Calling TCS a sweatshop is pretty crazy. There are office politics you will run into if you are a high performer, or even working hard to rise through the ranks. Other than that it's a pretty chill place. Your mind will eventually rot with no relevant work experience though. So definitely not 996, but not a great place either.

Anyway the amount of generalisation in both the question and your quite incorrect answer is pretty funny.


It varies - usually product oriented companies have a good work life balance - comparable to that of US and EU. Service oriented companies are sweat shops through and through. There are exceptions on both sides.


I can only speak from personal experience (and second hand I guess).

There is close to no 996 really. Most Indian tech startups are trying to emulate the FAANG style of work, both good and bad. So that means officially there is an 8 hour a day expectation, but in practice, there is a lot of cultural pressure to work more, stay at office longer, work on Saturdays etc. But even with that, I don't think I would compare that to 996.
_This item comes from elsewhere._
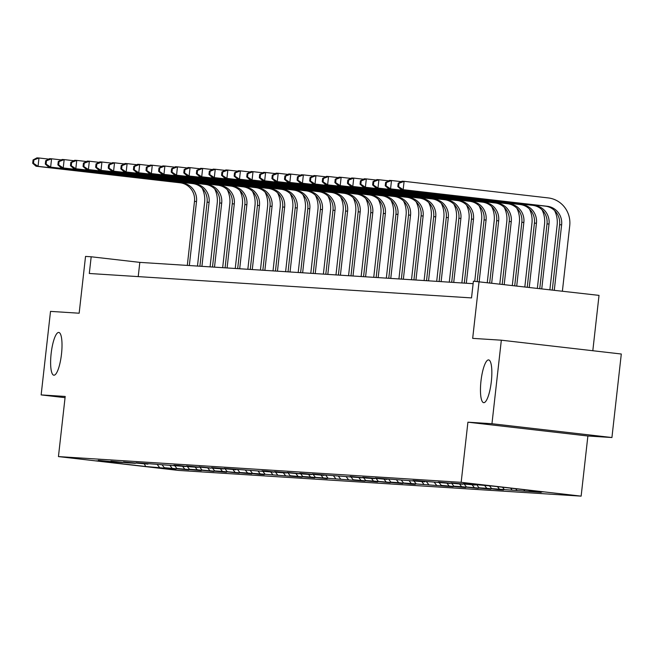 <?xml version="1.0" encoding="UTF-8"?>
<svg xmlns="http://www.w3.org/2000/svg" width="654" height="654" viewBox="0 0 654 654"><rect width="100%" height="100%" fill="white"/><g stroke="black" fill="none" stroke-linecap="round" stroke-linejoin="round"><path stroke-width="0.98" d="M480.992 380.955A21.517 5.167 96.6 0 1 488.62 359.913A21.517 5.167 96.6 0 1 491.317 381.617A21.517 5.167 96.6 0 1 483.69 402.668A21.517 5.167 96.6 0 1 480.992 380.955M51.151 353.487A21.517 5.167 96.6 0 1 58.778 332.445A21.517 5.167 96.6 0 1 61.484 354.149A21.517 5.167 96.6 0 1 53.857 375.2A21.517 5.167 96.6 0 1 51.151 353.487M592.81 350.732L599.023 295.379L473.406 281.204L471.526 297.913L89.304 273.486L91.184 256.777L85.535 256.417L79.159 313.217L50.513 311.386L41.145 394.91L65.057 397.665M611.931 437.534L621.3 354.01L501.332 340.194L491.963 423.727L467.912 422.19L461.168 482.325L581.136 496.141L587.881 435.997L611.931 437.534L491.963 423.727M461.168 482.325L58.443 456.59L178.411 470.406L581.136 496.141M145.736 466.506L171.291 468.746L176.13 469.049L164.301 467.692L188.72 469.858L176.891 468.493L201.309 470.659L189.48 469.302L197.23 469.793L213.907 471.469L202.07 470.103L226.497 472.27L214.659 470.905L222.409 471.403L239.086 473.079L227.249 471.714L251.676 473.88L239.838 472.515L247.588 473.014L259.417 474.379L264.265 474.681L252.428 473.324L302.034 477.101L290.196 475.736L314.623 477.902L302.786 476.537L310.536 477.036L327.213 478.712L315.375 477.346L364.981 481.123L353.152 479.758L377.571 481.924L365.741 480.567L373.483 481.058L390.16 482.734L378.331 481.369L402.758 483.535L390.92 482.17L398.67 482.668L410.499 484.034L415.347 484.336L403.51 482.979L453.116 486.756L441.278 485.391L465.705 487.557L453.868 486.192L461.618 486.69L478.295 488.366L466.457 487.001L490.884 489.167L479.047 487.802L486.797 488.301L498.634 489.666L503.474 489.969L491.636 488.612L541.242 492.388L529.413 491.023L543.131 491.898L493.844 486.224L468.289 483.985L463.449 483.674L475.286 485.039L450.859 482.873L462.689 484.238L438.27 482.063L450.099 483.429L417.931 480.764L413.091 480.461L424.92 481.818L375.314 478.041L387.152 479.407L362.725 477.24L374.562 478.605L366.812 478.107L350.135 476.431L361.973 477.796L312.367 474.019L324.204 475.384L299.777 473.218L311.615 474.575L303.865 474.085L287.188 472.409L299.025 473.774L274.598 471.608L286.436 472.973L278.686 472.474L266.848 471.109L262.009 470.806L273.838 472.163L224.24 468.387L236.069 469.752L211.651 467.585L223.48 468.951L215.73 468.452L199.053 466.776L210.89 468.141L186.464 465.975L198.301 467.34L190.551 466.842L178.722 465.476L173.874 465.174L185.711 466.531L136.106 462.754L147.943 464.119L123.516 461.953L135.353 463.318L127.604 462.819L110.927 461.144L122.764 462.509L115.014 462.018L98.337 460.342L110.174 461.708L96.449 460.833L145.736 466.506L144.264 463.882M524.565 490.713L523.764 489.666M516.824 490.222L515.679 488.742M511.976 489.911L510.627 488.154M504.226 489.413L502.542 487.23M499.386 489.102L497.49 486.641M491.636 488.612L489.593 485.955M486.797 488.301L484.745 485.644M479.047 487.802L476.864 484.974M474.207 487.492L472.155 484.843M466.457 487.001L464.275 484.164M461.618 486.69L459.566 484.034M453.868 486.192L451.685 483.363M449.028 485.889L446.976 483.232M441.278 485.391L439.096 482.562M436.439 485.08L434.387 482.423M428.689 484.589L426.506 481.753M423.849 484.279L421.797 481.622M416.099 483.78L413.917 480.952M411.26 483.469L409.208 480.813M403.51 482.979L401.319 480.142M398.67 482.668L396.618 480.011M390.92 482.17L388.729 479.341M386.081 481.859L384.029 479.21M378.331 481.369L376.14 478.54M373.483 481.058L371.439 478.401M365.741 480.567L363.55 477.731M360.894 480.257L358.85 477.6M353.152 479.758L350.961 476.929M348.304 479.447L346.252 476.791M340.562 478.957L338.371 476.12M335.715 478.646L333.663 475.989M327.973 478.148L325.782 475.319M323.125 477.837L321.073 475.18M315.375 477.346L313.192 474.51M310.536 477.036L308.484 474.379M302.786 476.537L300.603 473.709M297.946 476.235L295.894 473.578M290.196 475.736L288.013 472.907M285.357 475.425L283.305 472.768M277.607 474.935L275.424 472.098M272.767 474.624L270.715 471.967M265.017 474.125L262.834 471.297M260.178 473.815L258.126 471.158M252.428 473.324L250.245 470.488M247.588 473.014L245.536 470.357M239.838 472.515L237.655 469.686M234.999 472.204L232.947 469.556M227.249 471.714L225.066 468.877M222.409 471.403L220.357 468.746M214.659 470.905L212.468 468.076M209.82 470.602L207.768 467.945M202.07 470.103L199.879 467.275M197.23 469.793L195.178 467.136M189.48 469.302L187.289 466.466M184.632 468.992L182.589 466.335M176.891 468.493L174.7 465.664M172.043 468.182L169.999 465.525M164.301 467.692L162.11 464.855M159.453 467.381L157.401 464.724M479.055 281.563L472.679 338.363L501.332 340.194M58.443 456.59L65.196 396.447L41.145 394.91M473.128 283.681L139.817 262.377L91.184 256.777M529.413 491.023L528.816 490.255M138.223 276.609L139.817 262.377M467.912 422.19L587.881 435.997M202.086 188.066A25.22 24.476 -86.3 0 1 204.612 202.446L197.483 266.064M187.306 265.41L194.491 201.383A16.808 16.317 93.7 0 0 180.152 182.809L36.027 166.214L38.046 166.345L33.509 163.312L33.885 159.968L33.076 159.919L32.7 163.263L33.509 163.312M189.325 265.54L196.511 201.506A16.808 16.317 93.7 0 0 182.172 182.94L38.046 166.345L38.987 157.99L48.715 159.11M33.076 159.919L36.967 157.859L38.987 157.99L33.885 159.968M32.7 163.263L36.027 166.214M214.676 188.867A25.22 24.476 -86.3 0 1 217.21 203.247L210.073 266.865M199.903 266.219L207.081 202.184A16.808 16.317 93.7 0 0 192.742 183.611L48.617 167.015L50.636 167.146L46.099 164.113L46.475 160.778L45.666 160.72L45.289 164.064L46.099 164.113M201.914 266.35L209.1 202.315A16.808 16.317 93.7 0 0 194.761 183.741L50.636 167.146L51.576 158.791L61.304 159.911M45.666 160.72L49.557 158.669L51.576 158.791L46.475 160.778M45.289 164.064L48.617 167.015M227.265 189.676A25.22 24.476 -86.3 0 1 229.799 204.048L222.662 267.674M212.493 267.02L219.67 202.993A16.808 16.317 93.7 0 0 205.331 184.42L61.206 167.825L63.225 167.955L58.688 164.922L59.064 161.579L58.255 161.53L57.879 164.873L58.688 164.922M214.504 267.151L221.69 203.116A16.808 16.317 93.7 0 0 207.351 184.542L63.225 167.955L64.166 159.601L73.894 160.72M58.255 161.53L62.146 159.47L64.166 159.601L59.064 161.579M57.879 164.873L61.206 167.825M239.854 190.477A25.22 24.476 -86.3 0 1 242.389 204.857L235.252 268.475M225.082 267.829L232.26 203.795A16.808 16.317 93.7 0 0 217.921 185.221L73.796 168.626L75.815 168.757L71.278 165.724L71.654 162.388L70.845 162.331L70.469 165.675L71.278 165.724M227.093 267.96L234.279 203.925A16.808 16.317 93.7 0 0 219.94 185.352L75.815 168.757L76.755 160.402L86.483 161.522M70.845 162.331L74.736 160.271L76.755 160.402L71.654 162.388M70.469 165.675L73.796 168.626M252.444 191.279A25.22 24.476 -86.3 0 1 254.978 205.658L247.841 269.284M237.672 268.631L244.849 204.596A16.808 16.317 93.7 0 0 230.51 186.03L86.385 169.435L88.404 169.558L83.867 166.533L84.243 163.189L83.434 163.14L83.058 166.476L83.867 166.533M239.691 268.761L246.869 204.727A16.808 16.317 93.7 0 0 232.53 186.153L88.404 169.558L89.345 161.211L99.073 162.331M83.434 163.14L87.325 161.08L89.345 161.211L84.243 163.189M83.058 166.476L86.385 169.435M265.034 192.088A25.22 24.476 -86.3 0 1 267.568 206.468L260.431 270.086M250.261 269.44L257.439 205.405A16.808 16.317 93.7 0 0 243.1 186.831L98.983 170.236L100.994 170.367L96.457 167.334L96.833 163.99L96.024 163.941L95.647 167.285L96.457 167.334M252.281 269.562L259.458 205.536A16.808 16.317 93.7 0 0 245.119 186.962L100.994 170.367L101.934 162.012L111.662 163.132M96.024 163.941L99.915 161.881L101.934 162.012L96.833 163.99M95.647 167.285L98.983 170.236M277.623 192.889A25.22 24.476 -86.3 0 1 280.157 207.269L273.02 270.887M262.851 270.241L270.028 206.206A16.808 16.317 93.7 0 0 255.698 187.633L111.572 171.037L113.583 171.168L109.046 168.143L109.422 164.8L108.613 164.751L108.237 168.086L109.046 168.143M264.87 270.372L272.048 206.337A16.808 16.317 93.7 0 0 257.709 187.763L113.583 171.168L114.524 162.813L124.252 163.941M108.613 164.751L112.504 162.691L114.524 162.813L109.422 164.8M108.237 168.086L111.572 171.037M290.221 193.698A25.22 24.476 -86.3 0 1 292.747 208.078L285.61 271.696M275.44 271.042L282.626 207.016A16.808 16.317 93.7 0 0 268.287 188.442L124.162 171.847L126.173 171.977L121.636 168.945L122.012 165.601L121.203 165.552L120.827 168.895L121.636 168.945M277.459 271.173L284.637 207.138A16.808 16.317 93.7 0 0 270.298 188.573L126.173 171.977L127.113 163.623L136.841 164.743M121.203 165.552L125.094 163.492L127.113 163.623L122.012 165.601M120.827 168.895L124.162 171.847M302.81 194.5A25.22 24.476 -86.3 0 1 305.336 208.879L298.199 272.497M288.03 271.851L295.216 207.817A16.808 16.317 93.7 0 0 280.877 189.243L136.751 172.648L138.771 172.779L134.225 169.746L134.601 166.41L133.792 166.353L133.424 169.697L134.225 169.746M290.049 271.982L297.227 207.947A16.808 16.317 93.7 0 0 282.896 189.374L138.771 172.779L139.703 164.424L149.439 165.544M133.792 166.353L137.683 164.301L139.703 164.424L134.601 166.41M133.424 169.697L136.751 172.648M315.4 195.309A25.22 24.476 -86.3 0 1 317.926 209.681L310.789 273.307M300.619 272.653L307.805 208.618A16.808 16.317 93.7 0 0 293.466 190.052L149.341 173.457L151.36 173.58L146.815 170.555L147.191 167.211L146.382 167.162L146.014 170.506L146.815 170.555M302.638 272.783L309.816 208.749A16.808 16.317 93.7 0 0 295.485 190.175L151.36 173.58L152.292 165.233L162.028 166.353M146.382 167.162L150.273 165.102L152.292 165.233L147.191 167.211M146.014 170.506L149.341 173.457M327.989 196.11A25.22 24.476 -86.3 0 1 330.515 210.49L323.378 274.108M313.209 273.462L320.395 209.427A16.808 16.317 93.7 0 0 306.056 190.854L161.93 174.258L163.95 174.389L159.404 171.356L159.78 168.021L158.979 167.964L158.603 171.307L159.404 171.356M315.228 273.585L322.414 209.558A16.808 16.317 93.7 0 0 308.075 190.984L163.95 174.389L164.882 166.034L174.618 167.154M158.979 167.964L162.862 165.903L164.882 166.034L159.78 168.021M158.603 171.307L161.93 174.258M340.579 196.911A25.22 24.476 -86.3 0 1 343.105 211.291L335.968 274.917M325.798 274.263L332.984 210.228A16.808 16.317 93.7 0 0 318.645 191.655L174.52 175.068L176.539 175.19L171.994 172.166L172.37 168.822L171.569 168.773L171.193 172.108L171.994 172.166M327.817 274.394L335.003 210.359A16.808 16.317 93.7 0 0 320.664 191.785L176.539 175.19L177.471 166.844L187.208 167.964M171.569 168.773L175.46 166.713L177.471 166.844L172.37 168.822M171.193 172.108L174.52 175.068M353.168 197.721A25.22 24.476 -86.3 0 1 355.694 212.1L348.557 275.718M338.388 275.072L345.574 211.038A16.808 16.317 93.7 0 0 331.235 192.464L187.109 175.869L189.129 176L184.591 172.967L184.959 169.623L184.158 169.574L183.782 172.918L184.591 172.967M340.407 275.195L347.593 211.16A16.808 16.317 93.7 0 0 333.254 192.595L189.129 176L190.061 167.645L199.797 168.765M184.158 169.574L188.05 167.514L190.061 167.645L184.959 169.623M183.782 172.918L187.109 175.869M365.758 198.522A25.22 24.476 -86.3 0 1 368.284 212.902L361.147 276.519M350.977 275.874L358.163 211.839A16.808 16.317 93.7 0 0 343.824 193.265L199.699 176.67L201.718 176.801L197.181 173.776L197.549 170.432L196.748 170.383L196.372 173.719L197.181 173.776M352.997 276.004L360.182 211.97A16.808 16.317 93.7 0 0 345.843 193.396L201.718 176.801L202.65 168.446L212.387 169.566M196.748 170.383L200.639 168.323L202.65 168.446L197.549 170.432M196.372 173.719L199.699 176.67M378.347 199.331A25.22 24.476 -86.3 0 1 380.873 213.711L373.736 277.329M363.567 276.675L370.753 212.648A16.808 16.317 93.7 0 0 356.414 194.075L212.288 177.479L214.308 177.61L209.771 174.577L210.138 171.234L209.337 171.185L208.961 174.528L209.771 174.577M365.586 276.805L372.772 212.771A16.808 16.317 93.7 0 0 358.433 194.205L214.308 177.61L215.248 169.255L224.976 170.375M209.337 171.185L213.229 169.124L215.248 169.255L210.138 171.234M208.961 174.528L212.288 177.479M390.937 200.132A25.22 24.476 -86.3 0 1 393.463 214.512L386.334 278.13M376.156 277.484L383.342 213.449A16.808 16.317 93.7 0 0 369.003 194.876L224.878 178.28L226.897 178.411L222.36 175.378L222.736 172.043L221.927 171.986L221.551 175.329L222.36 175.378M378.175 277.615L385.361 213.58A16.808 16.317 93.7 0 0 371.022 195.006L226.897 178.411L227.837 170.056L237.566 171.176M221.927 171.986L225.818 169.926L227.837 170.056L222.736 172.043M221.551 175.329L224.878 178.28M403.526 200.942A25.22 24.476 -86.3 0 1 406.06 215.313L398.924 278.939M388.754 278.285L395.932 214.25A16.808 16.317 93.7 0 0 381.593 195.685L237.467 179.09L239.487 179.212L234.949 176.188L235.326 172.844L234.516 172.795L234.14 176.13L234.949 176.188M390.765 278.416L397.951 214.381A16.808 16.317 93.7 0 0 383.612 195.808L239.487 179.212L240.427 170.866L250.155 171.986M234.516 172.795L238.408 170.735L240.427 170.866L235.326 172.844M234.14 176.13L237.467 179.09M416.116 201.743A25.22 24.476 -86.3 0 1 418.65 216.122L411.513 279.74M401.343 279.094L408.521 215.06A16.808 16.317 93.7 0 0 394.182 196.486L250.057 179.891L252.076 180.022L247.539 176.989L247.915 173.653L247.106 173.596L246.73 176.94L247.539 176.989M403.354 279.217L410.54 215.191A16.808 16.317 93.7 0 0 396.201 196.617L252.076 180.022L253.016 171.667L262.744 172.787M247.106 173.596L250.997 171.536L253.016 171.667L247.915 173.653M246.73 176.94L250.057 179.891M428.705 202.544A25.22 24.476 -86.3 0 1 431.239 216.924L424.103 280.55M413.933 279.896L421.111 215.861A16.808 16.317 93.7 0 0 406.772 197.287L262.646 180.692L264.666 180.823L260.128 177.798L260.505 174.454L259.695 174.405L259.319 177.741L260.128 177.798M415.944 280.026L423.13 215.992A16.808 16.317 93.7 0 0 408.791 197.418L264.666 180.823L265.606 172.476L275.334 173.596M259.695 174.405L263.587 172.345L265.606 172.476L260.505 174.454M259.319 177.741L262.646 180.692M441.295 203.353A25.22 24.476 -86.3 0 1 443.829 217.733L436.692 281.351M426.522 280.697L433.7 216.67A16.808 16.317 93.7 0 0 419.361 198.097L275.236 181.501L277.255 181.632L272.718 178.599L273.094 175.256L272.285 175.207L271.909 178.55L272.718 178.599M428.542 280.828L435.719 216.793A16.808 16.317 93.7 0 0 421.38 198.227L277.255 181.632L278.195 173.277L287.923 174.397M272.285 175.207L276.176 173.147L278.195 173.277L273.094 175.256M271.909 178.55L275.236 181.501M453.884 204.154A25.22 24.476 -86.3 0 1 456.418 218.534L449.282 282.152M439.112 281.506L446.29 217.471A16.808 16.317 93.7 0 0 431.951 198.898L287.834 182.303L289.845 182.433L285.308 179.4L285.684 176.065L284.874 176.008L284.498 179.351L285.308 179.4M441.131 281.637L448.309 217.602A16.808 16.317 93.7 0 0 433.97 199.029L289.845 182.433L290.785 174.078L300.513 175.198M284.874 176.008L288.766 173.956L290.785 174.078L285.684 176.065M284.498 179.351L287.834 182.303M466.474 204.964A25.22 24.476 -86.3 0 1 469.008 219.335L461.871 282.961M451.701 282.307L458.879 218.281A16.808 16.317 93.7 0 0 444.548 199.707L300.423 183.112L302.434 183.243L297.897 180.21L298.273 176.866L297.464 176.817L297.088 180.161L297.897 180.21M453.721 282.438L460.898 218.403A16.808 16.317 93.7 0 0 446.559 199.83L302.434 183.243L303.374 174.888L313.103 176.008M297.464 176.817L301.355 174.757L303.374 174.888L298.273 176.866M297.088 180.161L300.423 183.112M479.071 205.765A25.22 24.476 -86.3 0 1 481.597 220.145L474.739 281.294M464.291 283.117L471.477 219.082A16.808 16.317 93.7 0 0 457.138 200.508L313.013 183.913L315.024 184.044L310.487 181.011L310.863 177.675L310.053 177.618L309.677 180.962L310.487 181.011M466.31 283.247L473.488 219.213A16.808 16.317 93.7 0 0 459.149 200.639L315.024 184.044L315.964 175.689L325.692 176.809M310.053 177.618L313.945 175.558L315.964 175.689L310.863 177.675M309.677 180.962L313.013 183.913M491.661 206.566A25.22 24.476 -86.3 0 1 494.187 220.946L487.279 282.512M477.158 281.449L484.066 219.883A16.808 16.317 93.7 0 0 469.727 201.318L325.602 184.722L327.621 184.845L323.076 181.82L323.452 178.477L322.643 178.428L322.275 181.763L323.076 181.82M479.178 281.58L486.077 220.014A16.808 16.317 93.7 0 0 471.738 201.44L327.621 184.845L328.553 176.498L338.29 177.618M322.643 178.428L326.534 176.367L328.553 176.498L323.452 178.477M322.275 181.763L325.602 184.722M504.25 207.375A25.22 24.476 -86.3 0 1 506.776 221.755L499.803 283.959M489.691 282.79L496.656 220.692A16.808 16.317 93.7 0 0 482.317 202.119L338.192 185.523L340.211 185.654L335.666 182.621L336.042 179.278L335.232 179.229L334.864 182.572L335.666 182.621M491.694 283.019L498.667 220.823A16.808 16.317 93.7 0 0 484.336 202.25L340.211 185.654L341.143 177.299L350.879 178.419M335.232 179.229L339.124 177.169L341.143 177.299L336.042 179.278M334.864 182.572L338.192 185.523M516.84 208.176A25.22 24.476 -86.3 0 1 519.366 222.556L512.319 285.397M502.207 284.228L509.245 221.493A16.808 16.317 93.7 0 0 494.906 202.92L350.781 186.325L352.8 186.455L348.255 183.431L348.631 180.087L347.822 180.038L347.454 183.373L348.255 183.431M504.209 284.465L511.264 221.624A16.808 16.317 93.7 0 0 496.926 203.051L352.8 186.455L353.732 178.101L363.469 179.229M347.822 180.038L351.713 177.978L353.732 178.101L348.631 180.087M347.454 183.373L350.781 186.325M529.429 208.986A25.22 24.476 -86.3 0 1 531.955 223.366L524.835 286.836M514.723 285.675L521.835 222.303A16.808 16.317 93.7 0 0 507.496 203.729L363.371 187.134L365.39 187.265L360.844 184.232L361.221 180.888L360.419 180.839L360.043 184.183L360.844 184.232M516.734 285.904L523.854 222.425A16.808 16.317 93.7 0 0 509.515 203.86L365.39 187.265L366.322 178.91L376.058 180.03M360.419 180.839L364.311 178.779L366.322 178.91L361.221 180.888M360.043 184.183L363.371 187.134M542.019 209.787A25.22 24.476 -86.3 0 1 544.545 224.167L537.359 288.275M527.247 287.114L534.424 223.104A16.808 16.317 93.7 0 0 520.085 204.53L375.96 187.935L377.979 188.066L373.442 185.033L373.81 181.698L373.009 181.64L372.633 184.984L373.442 185.033M529.25 287.343L536.444 223.235A16.808 16.317 93.7 0 0 522.105 204.661L377.979 188.066L378.911 179.711L388.648 180.831M373.009 181.64L376.9 179.588L378.911 179.711L373.81 181.698M372.633 184.984L375.96 187.935M554.608 210.596A25.22 24.476 -86.3 0 1 557.134 224.968L549.875 289.722M539.763 288.553L547.014 223.905A16.808 16.317 93.7 0 0 532.675 205.34L388.55 188.744L390.569 188.867L386.032 185.842L386.4 182.499L385.598 182.45L385.222 185.793L386.032 185.842M541.765 288.79L549.033 224.036A16.808 16.317 93.7 0 0 534.694 205.462L390.569 188.867L391.501 180.52L401.237 181.64M385.598 182.45L389.49 180.39L391.501 180.52L386.4 182.499M385.222 185.793L388.55 188.744M398.188 183.251L397.812 186.594L398.621 186.643L398.989 183.308L398.188 183.251L402.079 181.191L404.098 181.322L548.216 197.917A25.22 24.476 -86.3 0 1 569.724 225.777L562.391 291.161M552.278 290L559.603 224.714A16.808 16.317 93.7 0 0 545.264 206.141L401.139 189.546L403.158 189.676L398.621 186.643M554.29 290.229L561.623 224.845A16.808 16.317 93.7 0 0 547.284 206.272L403.158 189.676L404.098 181.322L398.989 183.308M397.812 186.594L401.139 189.546M194.491 201.383L196.511 201.506M180.152 182.809L182.172 182.94M207.081 202.184L209.1 202.315M192.742 183.611L194.761 183.741M219.67 202.993L221.69 203.116M205.331 184.42L207.351 184.542M232.26 203.795L234.279 203.925M217.921 185.221L219.94 185.352M244.849 204.596L246.869 204.727M230.51 186.03L232.53 186.153M257.439 205.405L259.458 205.536M243.1 186.831L245.119 186.962M270.028 206.206L272.048 206.337M255.698 187.633L257.709 187.763M282.626 207.016L284.637 207.138M268.287 188.442L270.298 188.573M295.216 207.817L297.227 207.947M280.877 189.243L282.896 189.374M307.805 208.618L309.816 208.749M293.466 190.052L295.485 190.175M320.395 209.427L322.414 209.558M306.056 190.854L308.075 190.984M332.984 210.228L335.003 210.359M318.645 191.655L320.664 191.785M345.574 211.038L347.593 211.16M331.235 192.464L333.254 192.595M358.163 211.839L360.182 211.97M343.824 193.265L345.843 193.396M370.753 212.648L372.772 212.771M356.414 194.075L358.433 194.205M383.342 213.449L385.361 213.58M369.003 194.876L371.022 195.006M395.932 214.25L397.951 214.381M381.593 195.685L383.612 195.808M408.521 215.06L410.54 215.191M394.182 196.486L396.201 196.617M421.111 215.861L423.13 215.992M406.772 197.287L408.791 197.418M433.7 216.67L435.719 216.793M419.361 198.097L421.38 198.227M446.29 217.471L448.309 217.602M431.951 198.898L433.97 199.029M458.879 218.281L460.898 218.403M444.548 199.707L446.559 199.83M471.477 219.082L473.488 219.213M457.138 200.508L459.149 200.639M484.066 219.883L486.077 220.014M469.727 201.318L471.738 201.44M496.656 220.692L498.667 220.823M482.317 202.119L484.336 202.25M509.245 221.493L511.264 221.624M494.906 202.92L496.926 203.051M521.835 222.303L523.854 222.425M507.496 203.729L509.515 203.86M534.424 223.104L536.444 223.235M520.085 204.53L522.105 204.661M547.014 223.905L549.033 224.036M532.675 205.34L534.694 205.462M559.603 224.714L561.623 224.845M545.264 206.141L547.284 206.272"/></g></svg>

My first job was a fairly early stage startup, and all of us were really young and rearing to go. So there was a group of us that did a 995 for about a year, but it was just a small group, and a lot of it was boardgames after 7pm.

My second one was a later stage startup. They were far more "professional". Nobody worked extra hours because no one cared enough to. So that got a little boring after a while.

Larger companies tend to have more sane working hours. But cultural pressures vary by the company.

My view on Zerodha itself, through the onsite visit I had, was that the hours would be fairly sane, maybe a few saturdays here and there. But there was also a huge social aspect that they highlighted, which was after-hours activities in the office premises, which comes with a certain amount of pressure to attend.